▶ [Required action]: When the string "number" occurs in a line of the listing below, return that line.

▶ [The data]:
>>>>>

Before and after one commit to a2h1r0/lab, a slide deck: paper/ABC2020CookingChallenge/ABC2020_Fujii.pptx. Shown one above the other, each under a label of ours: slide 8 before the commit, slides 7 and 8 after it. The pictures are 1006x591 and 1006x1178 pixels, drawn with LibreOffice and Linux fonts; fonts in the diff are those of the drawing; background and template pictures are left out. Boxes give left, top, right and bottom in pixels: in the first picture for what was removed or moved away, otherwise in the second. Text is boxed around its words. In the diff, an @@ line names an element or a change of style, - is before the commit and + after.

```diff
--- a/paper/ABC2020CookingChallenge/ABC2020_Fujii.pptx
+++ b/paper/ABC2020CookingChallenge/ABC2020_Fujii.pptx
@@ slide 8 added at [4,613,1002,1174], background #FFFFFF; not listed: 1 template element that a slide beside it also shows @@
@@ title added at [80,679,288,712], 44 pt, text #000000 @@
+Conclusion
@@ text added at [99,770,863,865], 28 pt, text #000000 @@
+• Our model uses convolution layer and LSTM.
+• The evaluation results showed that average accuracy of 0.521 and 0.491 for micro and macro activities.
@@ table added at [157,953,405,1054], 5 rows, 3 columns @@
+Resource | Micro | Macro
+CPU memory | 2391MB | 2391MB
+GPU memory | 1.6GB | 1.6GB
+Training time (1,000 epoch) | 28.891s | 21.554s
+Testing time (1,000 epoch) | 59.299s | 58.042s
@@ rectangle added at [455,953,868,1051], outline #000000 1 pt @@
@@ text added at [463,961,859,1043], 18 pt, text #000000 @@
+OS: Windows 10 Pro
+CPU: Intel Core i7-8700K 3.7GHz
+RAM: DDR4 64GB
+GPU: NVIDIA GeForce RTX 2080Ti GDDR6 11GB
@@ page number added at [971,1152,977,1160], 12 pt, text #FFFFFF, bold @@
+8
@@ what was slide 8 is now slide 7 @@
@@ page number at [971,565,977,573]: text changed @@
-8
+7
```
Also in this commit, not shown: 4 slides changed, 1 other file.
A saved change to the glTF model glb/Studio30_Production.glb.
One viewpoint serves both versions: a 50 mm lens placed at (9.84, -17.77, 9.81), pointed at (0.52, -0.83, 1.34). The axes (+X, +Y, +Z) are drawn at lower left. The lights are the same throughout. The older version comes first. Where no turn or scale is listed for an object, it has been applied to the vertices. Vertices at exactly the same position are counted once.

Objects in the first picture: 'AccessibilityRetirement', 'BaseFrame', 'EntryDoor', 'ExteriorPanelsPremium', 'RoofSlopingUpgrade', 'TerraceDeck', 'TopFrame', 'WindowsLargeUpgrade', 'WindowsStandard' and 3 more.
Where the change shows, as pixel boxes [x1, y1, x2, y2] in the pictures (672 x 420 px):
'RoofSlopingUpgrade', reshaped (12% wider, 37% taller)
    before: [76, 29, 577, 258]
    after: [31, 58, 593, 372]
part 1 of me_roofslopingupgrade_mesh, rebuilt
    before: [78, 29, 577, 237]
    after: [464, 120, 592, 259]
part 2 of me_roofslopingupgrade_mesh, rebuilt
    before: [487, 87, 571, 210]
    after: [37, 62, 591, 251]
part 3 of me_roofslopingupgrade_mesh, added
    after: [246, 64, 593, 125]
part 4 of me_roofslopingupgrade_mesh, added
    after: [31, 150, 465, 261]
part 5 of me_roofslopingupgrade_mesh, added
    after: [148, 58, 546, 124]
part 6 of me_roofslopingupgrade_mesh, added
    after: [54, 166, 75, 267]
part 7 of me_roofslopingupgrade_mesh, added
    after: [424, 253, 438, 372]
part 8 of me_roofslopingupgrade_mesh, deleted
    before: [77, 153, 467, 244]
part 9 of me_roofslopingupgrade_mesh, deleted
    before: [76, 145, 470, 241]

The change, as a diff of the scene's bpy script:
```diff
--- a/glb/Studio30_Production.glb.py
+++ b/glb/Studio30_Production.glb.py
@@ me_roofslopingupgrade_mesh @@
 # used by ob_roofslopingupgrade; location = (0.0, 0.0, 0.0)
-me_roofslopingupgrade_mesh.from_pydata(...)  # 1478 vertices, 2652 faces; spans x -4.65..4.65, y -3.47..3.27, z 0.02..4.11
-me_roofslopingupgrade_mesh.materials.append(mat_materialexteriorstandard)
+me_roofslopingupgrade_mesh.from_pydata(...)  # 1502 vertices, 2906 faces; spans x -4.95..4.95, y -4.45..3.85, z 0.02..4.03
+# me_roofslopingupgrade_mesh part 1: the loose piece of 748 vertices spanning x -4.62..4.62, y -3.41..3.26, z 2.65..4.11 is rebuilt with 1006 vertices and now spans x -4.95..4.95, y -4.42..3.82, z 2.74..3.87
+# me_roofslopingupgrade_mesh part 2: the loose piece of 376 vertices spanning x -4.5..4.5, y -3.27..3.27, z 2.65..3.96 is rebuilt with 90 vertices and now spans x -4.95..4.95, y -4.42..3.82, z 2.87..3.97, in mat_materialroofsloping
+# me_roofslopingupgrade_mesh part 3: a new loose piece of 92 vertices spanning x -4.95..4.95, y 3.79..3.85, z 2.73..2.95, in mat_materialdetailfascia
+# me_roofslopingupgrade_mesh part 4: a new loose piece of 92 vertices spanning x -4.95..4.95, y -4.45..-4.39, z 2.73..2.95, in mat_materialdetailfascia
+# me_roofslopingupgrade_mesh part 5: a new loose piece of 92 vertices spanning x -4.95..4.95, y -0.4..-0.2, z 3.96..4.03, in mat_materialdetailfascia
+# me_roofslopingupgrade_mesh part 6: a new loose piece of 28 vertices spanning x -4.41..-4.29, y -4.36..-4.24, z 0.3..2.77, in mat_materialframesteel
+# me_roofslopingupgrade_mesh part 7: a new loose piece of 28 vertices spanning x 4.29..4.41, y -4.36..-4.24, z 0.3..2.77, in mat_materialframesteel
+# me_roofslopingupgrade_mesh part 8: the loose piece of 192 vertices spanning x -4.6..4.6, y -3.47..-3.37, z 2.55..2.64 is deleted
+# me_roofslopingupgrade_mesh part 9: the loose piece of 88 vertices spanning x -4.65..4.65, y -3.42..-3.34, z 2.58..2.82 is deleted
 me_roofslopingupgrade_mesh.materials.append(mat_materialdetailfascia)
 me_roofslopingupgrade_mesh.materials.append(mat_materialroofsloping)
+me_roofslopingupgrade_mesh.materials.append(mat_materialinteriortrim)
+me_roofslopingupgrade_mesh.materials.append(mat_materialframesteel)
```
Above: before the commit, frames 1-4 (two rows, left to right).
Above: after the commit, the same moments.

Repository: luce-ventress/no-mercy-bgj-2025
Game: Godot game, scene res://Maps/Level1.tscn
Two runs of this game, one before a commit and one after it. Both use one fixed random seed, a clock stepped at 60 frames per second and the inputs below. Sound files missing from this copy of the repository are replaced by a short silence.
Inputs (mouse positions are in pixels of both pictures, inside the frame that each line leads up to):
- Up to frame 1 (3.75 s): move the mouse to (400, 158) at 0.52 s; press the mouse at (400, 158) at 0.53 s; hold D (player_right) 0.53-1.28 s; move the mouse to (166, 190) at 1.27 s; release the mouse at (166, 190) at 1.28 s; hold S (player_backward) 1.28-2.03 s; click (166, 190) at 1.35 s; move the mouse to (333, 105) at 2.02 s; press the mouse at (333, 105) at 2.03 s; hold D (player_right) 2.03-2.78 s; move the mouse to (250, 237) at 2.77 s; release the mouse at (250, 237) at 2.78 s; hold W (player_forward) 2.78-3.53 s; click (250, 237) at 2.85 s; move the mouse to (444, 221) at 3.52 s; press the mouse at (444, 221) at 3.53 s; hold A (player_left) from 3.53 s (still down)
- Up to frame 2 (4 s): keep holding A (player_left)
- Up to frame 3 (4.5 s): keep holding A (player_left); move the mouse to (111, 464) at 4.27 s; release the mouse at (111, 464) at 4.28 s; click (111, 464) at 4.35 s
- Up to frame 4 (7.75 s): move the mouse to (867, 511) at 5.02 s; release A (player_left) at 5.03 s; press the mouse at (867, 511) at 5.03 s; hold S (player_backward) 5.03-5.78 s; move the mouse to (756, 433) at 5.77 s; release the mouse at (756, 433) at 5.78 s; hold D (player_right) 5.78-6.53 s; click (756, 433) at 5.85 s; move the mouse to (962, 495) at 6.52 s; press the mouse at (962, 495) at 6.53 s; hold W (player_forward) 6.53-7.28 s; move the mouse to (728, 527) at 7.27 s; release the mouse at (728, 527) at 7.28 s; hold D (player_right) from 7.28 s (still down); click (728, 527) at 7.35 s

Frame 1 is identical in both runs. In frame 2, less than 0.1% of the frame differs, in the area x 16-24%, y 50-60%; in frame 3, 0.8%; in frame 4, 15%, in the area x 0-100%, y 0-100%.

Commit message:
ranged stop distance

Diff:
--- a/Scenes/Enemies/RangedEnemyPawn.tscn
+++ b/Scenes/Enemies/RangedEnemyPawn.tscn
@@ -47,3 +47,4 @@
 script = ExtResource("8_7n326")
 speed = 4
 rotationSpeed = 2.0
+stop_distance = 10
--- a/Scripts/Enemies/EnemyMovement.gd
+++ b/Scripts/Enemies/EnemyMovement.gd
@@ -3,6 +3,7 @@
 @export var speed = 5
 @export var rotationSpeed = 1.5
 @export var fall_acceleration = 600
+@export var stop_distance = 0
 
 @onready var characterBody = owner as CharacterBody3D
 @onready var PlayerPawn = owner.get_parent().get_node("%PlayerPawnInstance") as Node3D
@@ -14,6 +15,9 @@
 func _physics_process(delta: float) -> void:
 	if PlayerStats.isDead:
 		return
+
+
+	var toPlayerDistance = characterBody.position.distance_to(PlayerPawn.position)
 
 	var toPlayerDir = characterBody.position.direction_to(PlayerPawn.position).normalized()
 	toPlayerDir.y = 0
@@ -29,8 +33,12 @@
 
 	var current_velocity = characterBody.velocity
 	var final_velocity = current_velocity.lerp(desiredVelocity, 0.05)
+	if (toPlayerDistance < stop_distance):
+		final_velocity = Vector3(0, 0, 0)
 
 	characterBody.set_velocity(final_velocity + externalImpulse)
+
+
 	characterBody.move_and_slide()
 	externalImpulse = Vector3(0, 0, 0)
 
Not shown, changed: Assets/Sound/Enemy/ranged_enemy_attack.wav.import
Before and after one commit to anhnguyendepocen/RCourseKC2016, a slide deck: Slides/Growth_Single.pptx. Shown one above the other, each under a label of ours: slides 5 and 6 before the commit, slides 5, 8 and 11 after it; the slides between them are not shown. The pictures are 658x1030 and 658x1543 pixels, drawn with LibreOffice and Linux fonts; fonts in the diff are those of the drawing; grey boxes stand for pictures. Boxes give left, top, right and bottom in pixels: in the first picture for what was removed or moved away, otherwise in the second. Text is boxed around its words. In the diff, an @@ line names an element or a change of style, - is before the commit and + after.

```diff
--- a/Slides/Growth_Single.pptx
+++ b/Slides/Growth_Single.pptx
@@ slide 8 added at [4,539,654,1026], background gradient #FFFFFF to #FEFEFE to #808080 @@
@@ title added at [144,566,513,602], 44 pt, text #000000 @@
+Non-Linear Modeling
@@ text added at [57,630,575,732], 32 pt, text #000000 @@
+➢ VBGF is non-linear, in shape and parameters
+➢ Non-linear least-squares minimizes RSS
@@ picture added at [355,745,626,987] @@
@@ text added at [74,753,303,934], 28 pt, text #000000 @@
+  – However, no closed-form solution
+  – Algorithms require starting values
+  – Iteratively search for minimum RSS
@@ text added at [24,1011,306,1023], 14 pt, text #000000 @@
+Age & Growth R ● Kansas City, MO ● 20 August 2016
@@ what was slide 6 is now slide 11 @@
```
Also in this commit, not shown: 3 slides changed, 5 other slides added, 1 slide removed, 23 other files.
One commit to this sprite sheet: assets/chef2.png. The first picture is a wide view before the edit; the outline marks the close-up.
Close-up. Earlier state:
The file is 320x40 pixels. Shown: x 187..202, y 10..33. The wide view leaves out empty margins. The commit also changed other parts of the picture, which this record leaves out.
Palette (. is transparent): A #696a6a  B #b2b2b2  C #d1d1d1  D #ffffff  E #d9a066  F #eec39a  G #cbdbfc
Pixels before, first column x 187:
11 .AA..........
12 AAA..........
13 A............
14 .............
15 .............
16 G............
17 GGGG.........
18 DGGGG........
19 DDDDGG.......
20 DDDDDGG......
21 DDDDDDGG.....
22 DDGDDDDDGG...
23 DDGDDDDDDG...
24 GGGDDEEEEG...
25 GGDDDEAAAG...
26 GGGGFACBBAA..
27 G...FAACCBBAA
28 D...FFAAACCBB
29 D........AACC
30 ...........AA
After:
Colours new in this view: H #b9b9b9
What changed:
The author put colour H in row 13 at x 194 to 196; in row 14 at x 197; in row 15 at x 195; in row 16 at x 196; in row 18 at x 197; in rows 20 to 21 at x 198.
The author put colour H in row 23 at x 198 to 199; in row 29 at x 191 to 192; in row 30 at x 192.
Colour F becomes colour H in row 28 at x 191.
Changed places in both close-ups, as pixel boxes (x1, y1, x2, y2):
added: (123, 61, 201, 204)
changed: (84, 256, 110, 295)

<<<<<

▶ [Answer for the task]:
@@ page number added at [971,1152,977,1160], 12 pt, text #FFFFFF, bold @@
@@ page number at [971,565,977,573]: text changed @@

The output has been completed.